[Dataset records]
* * *

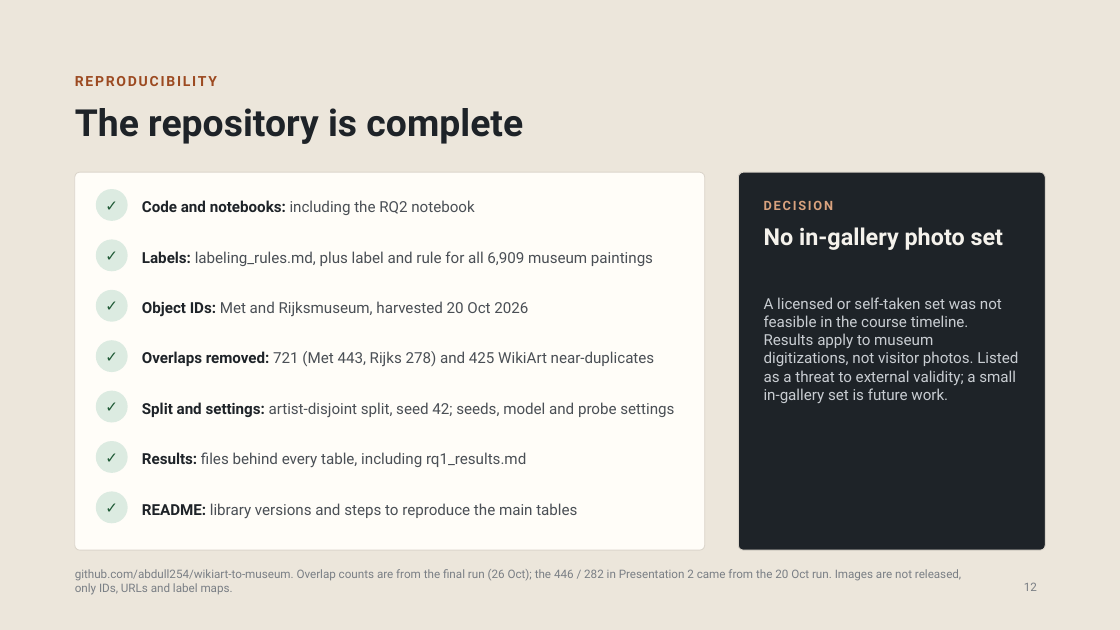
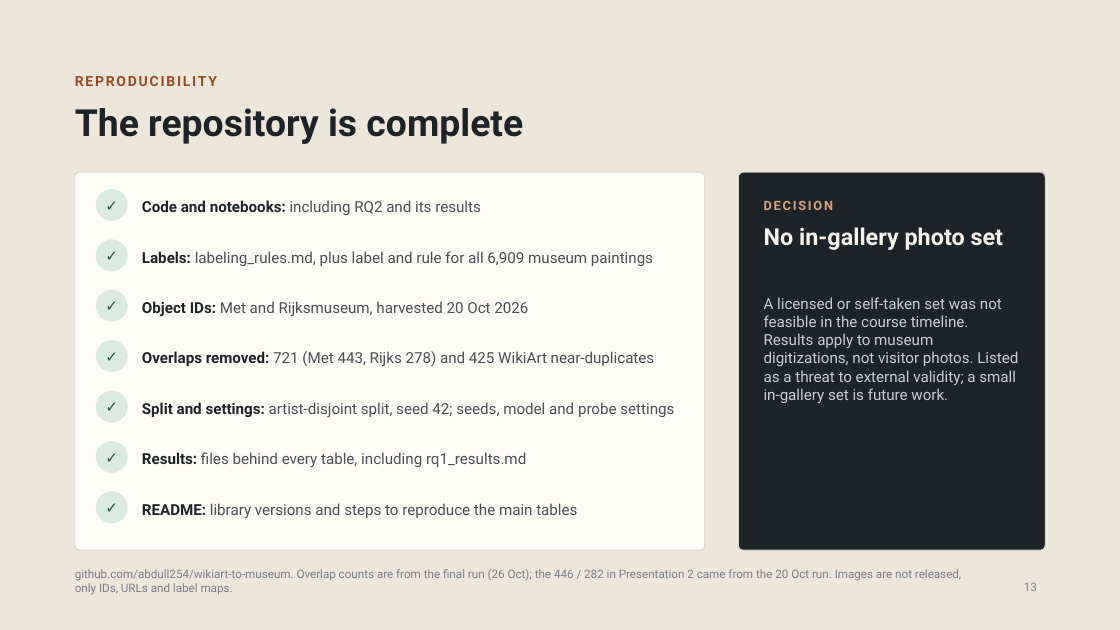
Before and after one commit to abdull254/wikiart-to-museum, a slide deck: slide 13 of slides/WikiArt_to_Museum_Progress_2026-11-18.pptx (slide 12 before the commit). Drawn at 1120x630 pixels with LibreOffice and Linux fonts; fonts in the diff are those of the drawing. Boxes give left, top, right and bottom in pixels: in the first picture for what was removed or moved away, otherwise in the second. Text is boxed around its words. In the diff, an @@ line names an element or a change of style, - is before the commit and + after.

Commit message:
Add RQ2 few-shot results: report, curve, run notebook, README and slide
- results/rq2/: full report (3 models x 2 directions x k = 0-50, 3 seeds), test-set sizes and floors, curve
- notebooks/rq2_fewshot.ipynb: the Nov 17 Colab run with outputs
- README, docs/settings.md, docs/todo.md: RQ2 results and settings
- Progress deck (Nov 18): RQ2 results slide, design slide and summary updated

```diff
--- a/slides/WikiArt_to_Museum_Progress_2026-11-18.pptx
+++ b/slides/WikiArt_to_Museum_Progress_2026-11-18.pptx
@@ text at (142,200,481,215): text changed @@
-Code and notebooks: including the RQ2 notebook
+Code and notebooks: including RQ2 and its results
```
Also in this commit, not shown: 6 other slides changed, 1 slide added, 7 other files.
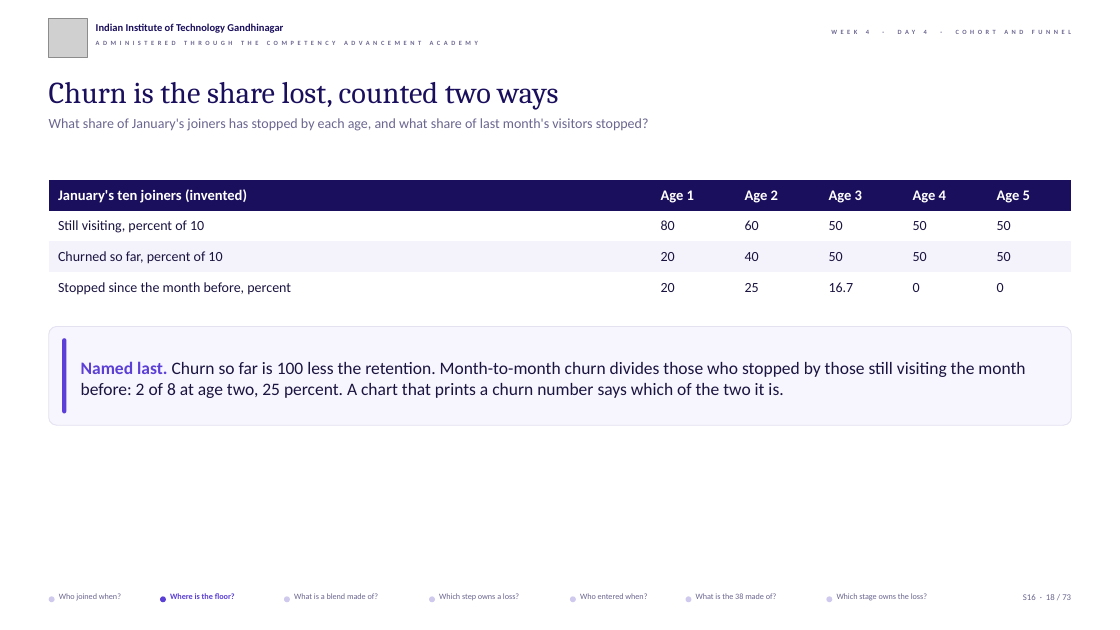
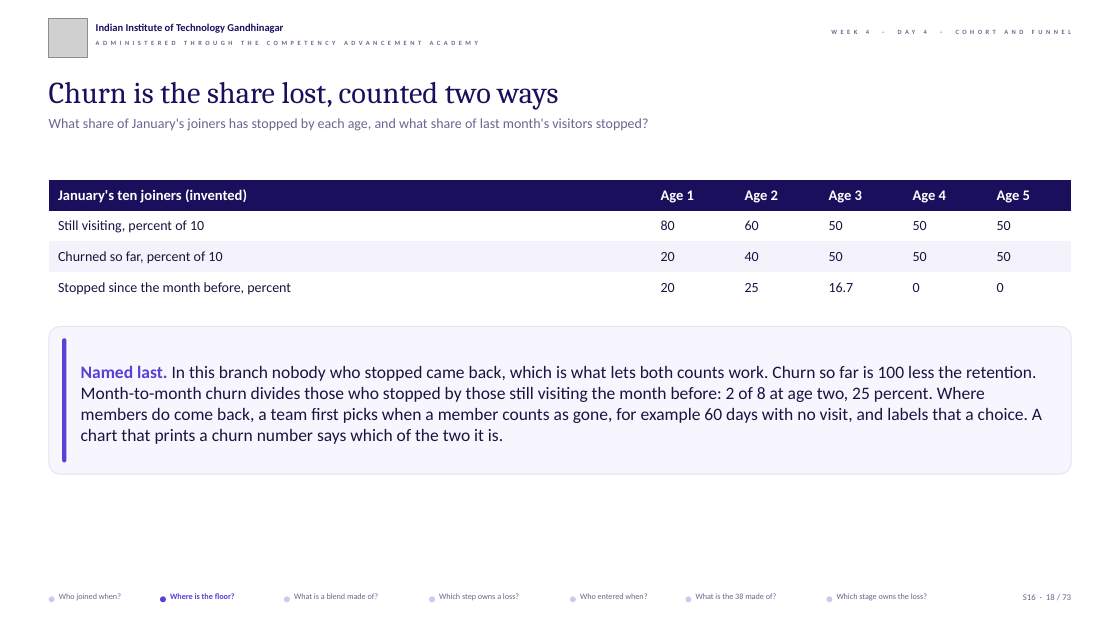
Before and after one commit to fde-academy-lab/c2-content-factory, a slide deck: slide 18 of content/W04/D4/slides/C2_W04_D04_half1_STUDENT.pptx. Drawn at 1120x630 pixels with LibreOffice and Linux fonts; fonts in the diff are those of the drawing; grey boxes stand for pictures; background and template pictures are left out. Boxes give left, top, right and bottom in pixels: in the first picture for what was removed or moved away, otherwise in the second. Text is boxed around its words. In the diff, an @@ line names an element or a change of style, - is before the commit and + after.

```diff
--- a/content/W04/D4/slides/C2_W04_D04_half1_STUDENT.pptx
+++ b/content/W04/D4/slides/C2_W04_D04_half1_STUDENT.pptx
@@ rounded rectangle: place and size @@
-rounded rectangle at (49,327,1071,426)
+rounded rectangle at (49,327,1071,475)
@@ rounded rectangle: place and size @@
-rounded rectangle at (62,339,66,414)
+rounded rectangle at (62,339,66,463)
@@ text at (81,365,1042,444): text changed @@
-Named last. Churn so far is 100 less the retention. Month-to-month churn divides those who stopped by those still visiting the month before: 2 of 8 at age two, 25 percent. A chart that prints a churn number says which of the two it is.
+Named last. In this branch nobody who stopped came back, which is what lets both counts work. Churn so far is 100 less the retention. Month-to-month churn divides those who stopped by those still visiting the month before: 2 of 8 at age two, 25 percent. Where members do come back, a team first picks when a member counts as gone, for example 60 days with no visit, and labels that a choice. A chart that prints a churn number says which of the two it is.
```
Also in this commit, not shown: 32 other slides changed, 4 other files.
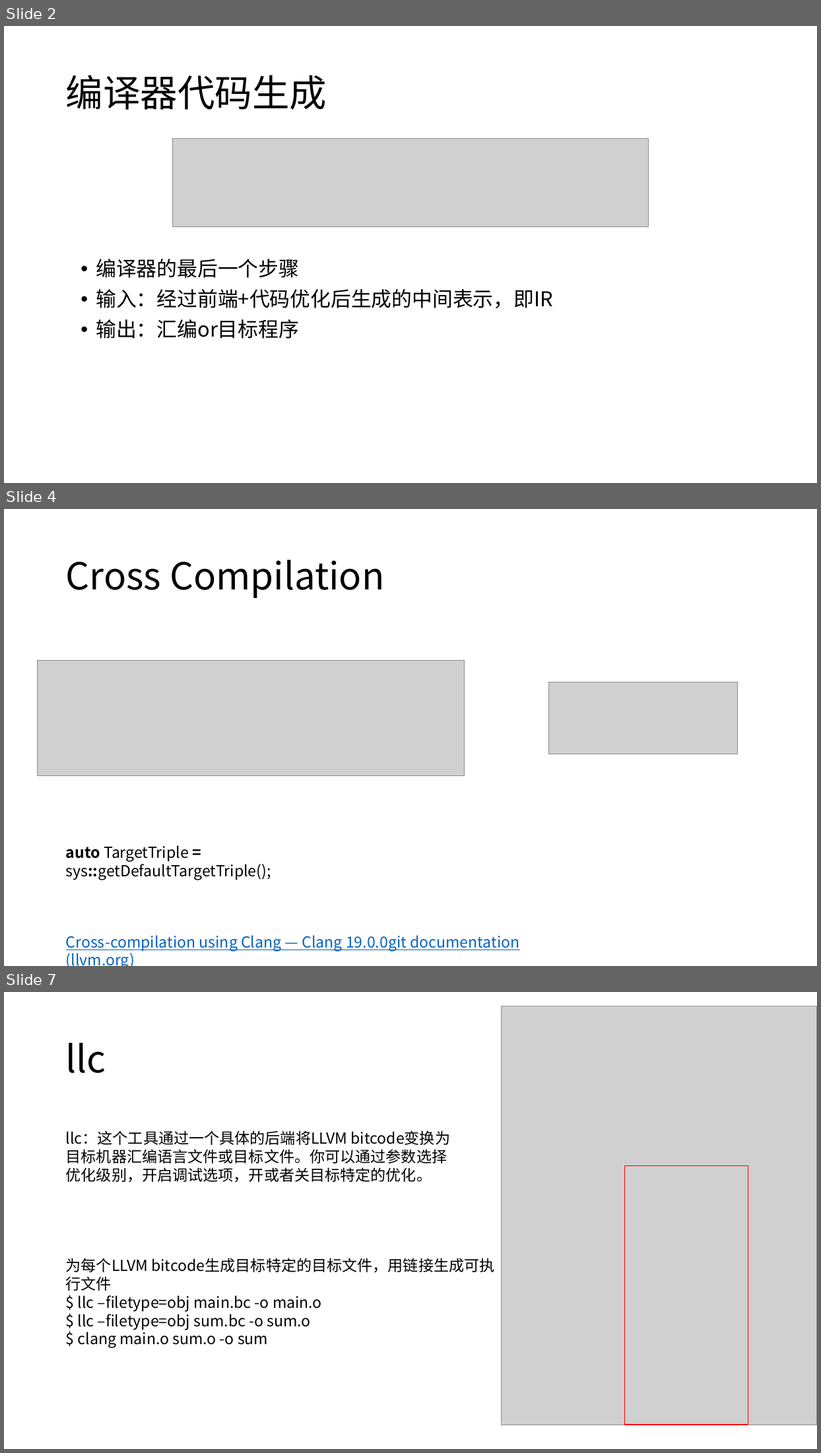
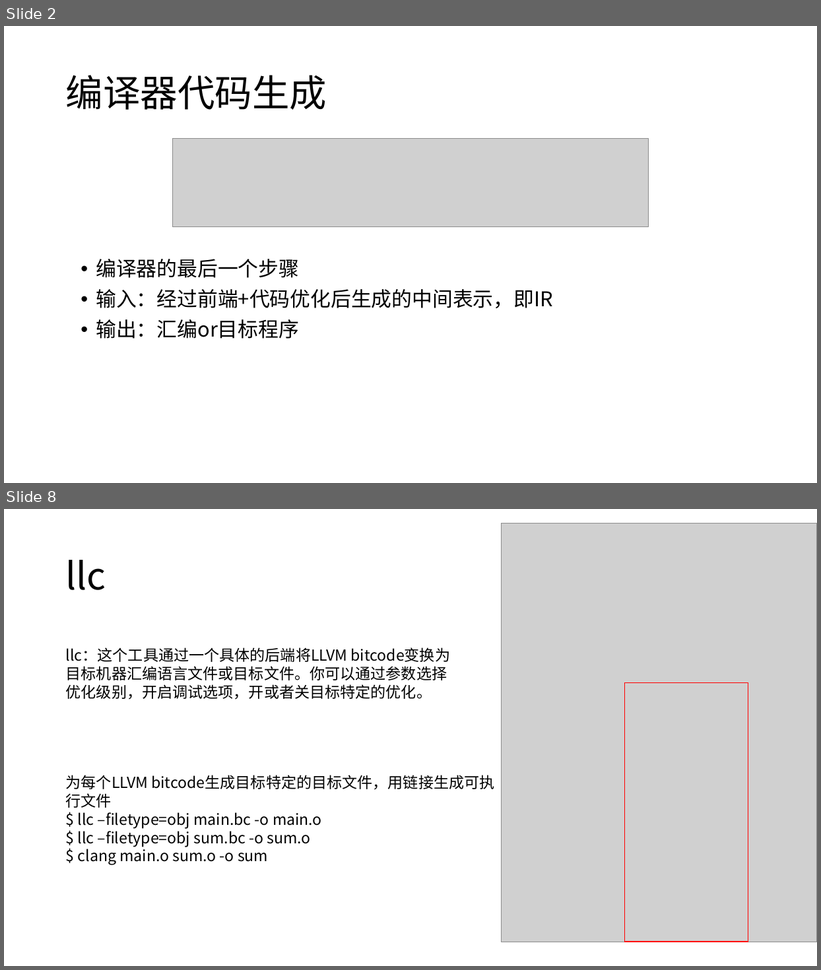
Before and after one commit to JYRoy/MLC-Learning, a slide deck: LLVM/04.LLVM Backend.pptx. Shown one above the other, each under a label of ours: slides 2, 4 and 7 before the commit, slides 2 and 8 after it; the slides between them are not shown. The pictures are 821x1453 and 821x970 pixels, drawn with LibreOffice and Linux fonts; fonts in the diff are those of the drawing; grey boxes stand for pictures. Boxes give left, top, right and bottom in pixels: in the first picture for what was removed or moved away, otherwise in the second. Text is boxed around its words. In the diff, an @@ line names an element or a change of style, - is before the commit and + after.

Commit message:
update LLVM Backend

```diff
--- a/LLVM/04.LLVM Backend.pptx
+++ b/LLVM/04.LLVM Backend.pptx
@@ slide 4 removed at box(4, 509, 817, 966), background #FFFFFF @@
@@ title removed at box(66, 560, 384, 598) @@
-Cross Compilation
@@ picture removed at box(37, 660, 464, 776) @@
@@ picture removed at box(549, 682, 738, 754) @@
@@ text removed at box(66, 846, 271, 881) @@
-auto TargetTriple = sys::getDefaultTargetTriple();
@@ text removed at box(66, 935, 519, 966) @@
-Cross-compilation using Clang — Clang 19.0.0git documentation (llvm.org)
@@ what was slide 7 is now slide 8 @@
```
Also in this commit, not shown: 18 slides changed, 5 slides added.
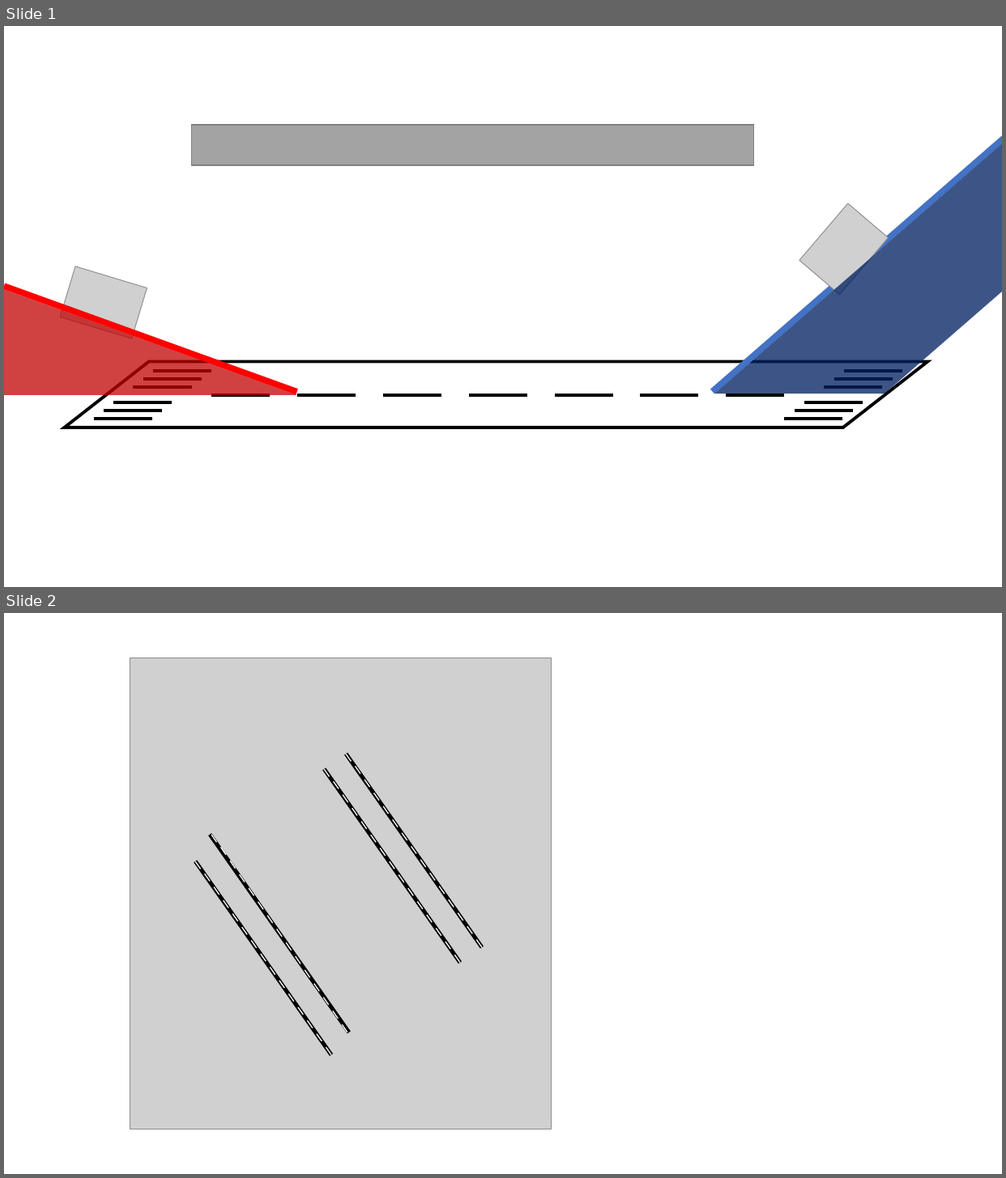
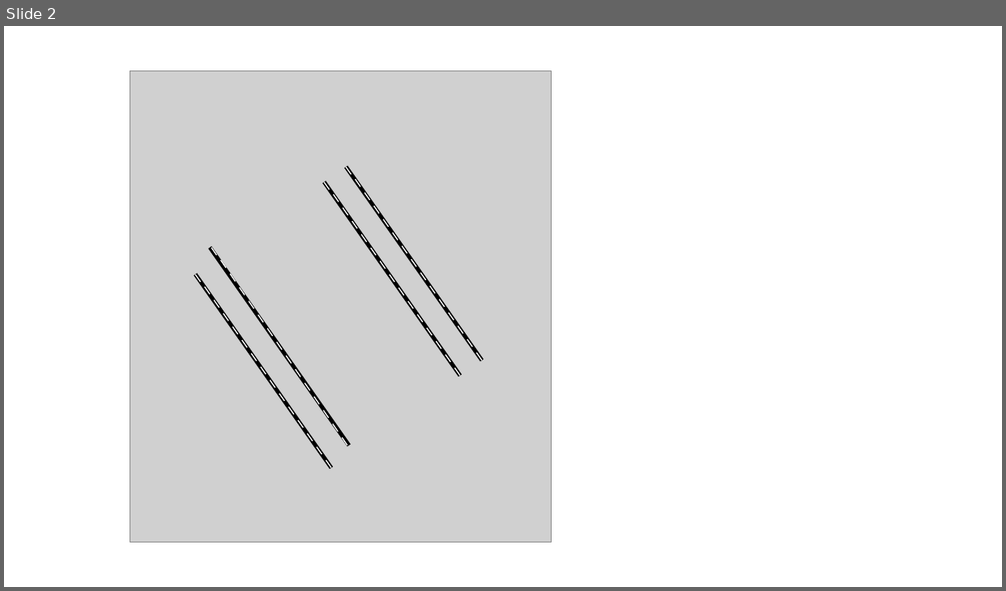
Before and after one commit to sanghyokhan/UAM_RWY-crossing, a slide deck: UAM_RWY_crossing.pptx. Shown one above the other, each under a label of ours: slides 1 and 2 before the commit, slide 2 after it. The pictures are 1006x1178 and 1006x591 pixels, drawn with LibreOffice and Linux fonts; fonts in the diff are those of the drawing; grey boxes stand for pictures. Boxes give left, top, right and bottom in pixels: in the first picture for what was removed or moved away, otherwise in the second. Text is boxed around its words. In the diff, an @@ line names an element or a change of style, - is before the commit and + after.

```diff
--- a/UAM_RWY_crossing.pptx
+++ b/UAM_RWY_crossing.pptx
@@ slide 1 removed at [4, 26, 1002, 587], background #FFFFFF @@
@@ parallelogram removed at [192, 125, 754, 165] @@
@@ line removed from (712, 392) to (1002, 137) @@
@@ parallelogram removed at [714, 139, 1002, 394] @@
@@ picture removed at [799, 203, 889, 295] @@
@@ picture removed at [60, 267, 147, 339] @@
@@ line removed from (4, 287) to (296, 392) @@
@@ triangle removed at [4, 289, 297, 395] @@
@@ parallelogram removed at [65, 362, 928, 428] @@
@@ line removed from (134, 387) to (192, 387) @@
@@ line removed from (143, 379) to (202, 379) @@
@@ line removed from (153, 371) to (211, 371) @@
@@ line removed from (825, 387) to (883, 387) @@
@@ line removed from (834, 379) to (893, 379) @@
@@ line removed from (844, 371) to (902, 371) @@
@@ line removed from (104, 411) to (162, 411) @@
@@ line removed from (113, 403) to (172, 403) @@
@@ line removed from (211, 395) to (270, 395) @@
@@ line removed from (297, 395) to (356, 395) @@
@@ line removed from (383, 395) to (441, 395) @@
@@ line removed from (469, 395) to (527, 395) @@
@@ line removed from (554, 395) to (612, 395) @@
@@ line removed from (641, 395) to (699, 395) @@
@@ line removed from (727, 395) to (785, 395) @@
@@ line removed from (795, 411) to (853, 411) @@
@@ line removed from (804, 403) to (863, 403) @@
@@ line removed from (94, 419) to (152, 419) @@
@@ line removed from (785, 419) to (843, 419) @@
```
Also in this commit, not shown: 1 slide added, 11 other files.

* * *

TASK ITEM: Print exactly the first line of the entries and every line after it through the one that contains "- README, docs/settings.md, docs/todo.md: RQ2", leaving the pictures out.

RESPONSE BELOW:
Before and after one commit to abdull254/wikiart-to-museum, a slide deck: slide 13 of slides/WikiArt_to_Museum_Progress_2026-11-18.pptx (slide 12 before the commit). Drawn at 1120x630 pixels with LibreOffice and Linux fonts; fonts in the diff are those of the drawing. Boxes give left, top, right and bottom in pixels: in the first picture for what was removed or moved away, otherwise in the second. Text is boxed around its words. In the diff, an @@ line names an element or a change of style, - is before the commit and + after.

Commit message:
Add RQ2 few-shot results: report, curve, run notebook, README and slide
- results/rq2/: full report (3 models x 2 directions x k = 0-50, 3 seeds), test-set sizes and floors, curve
- notebooks/rq2_fewshot.ipynb: the Nov 17 Colab run with outputs
- README, docs/settings.md, docs/todo.md: RQ2 results and settings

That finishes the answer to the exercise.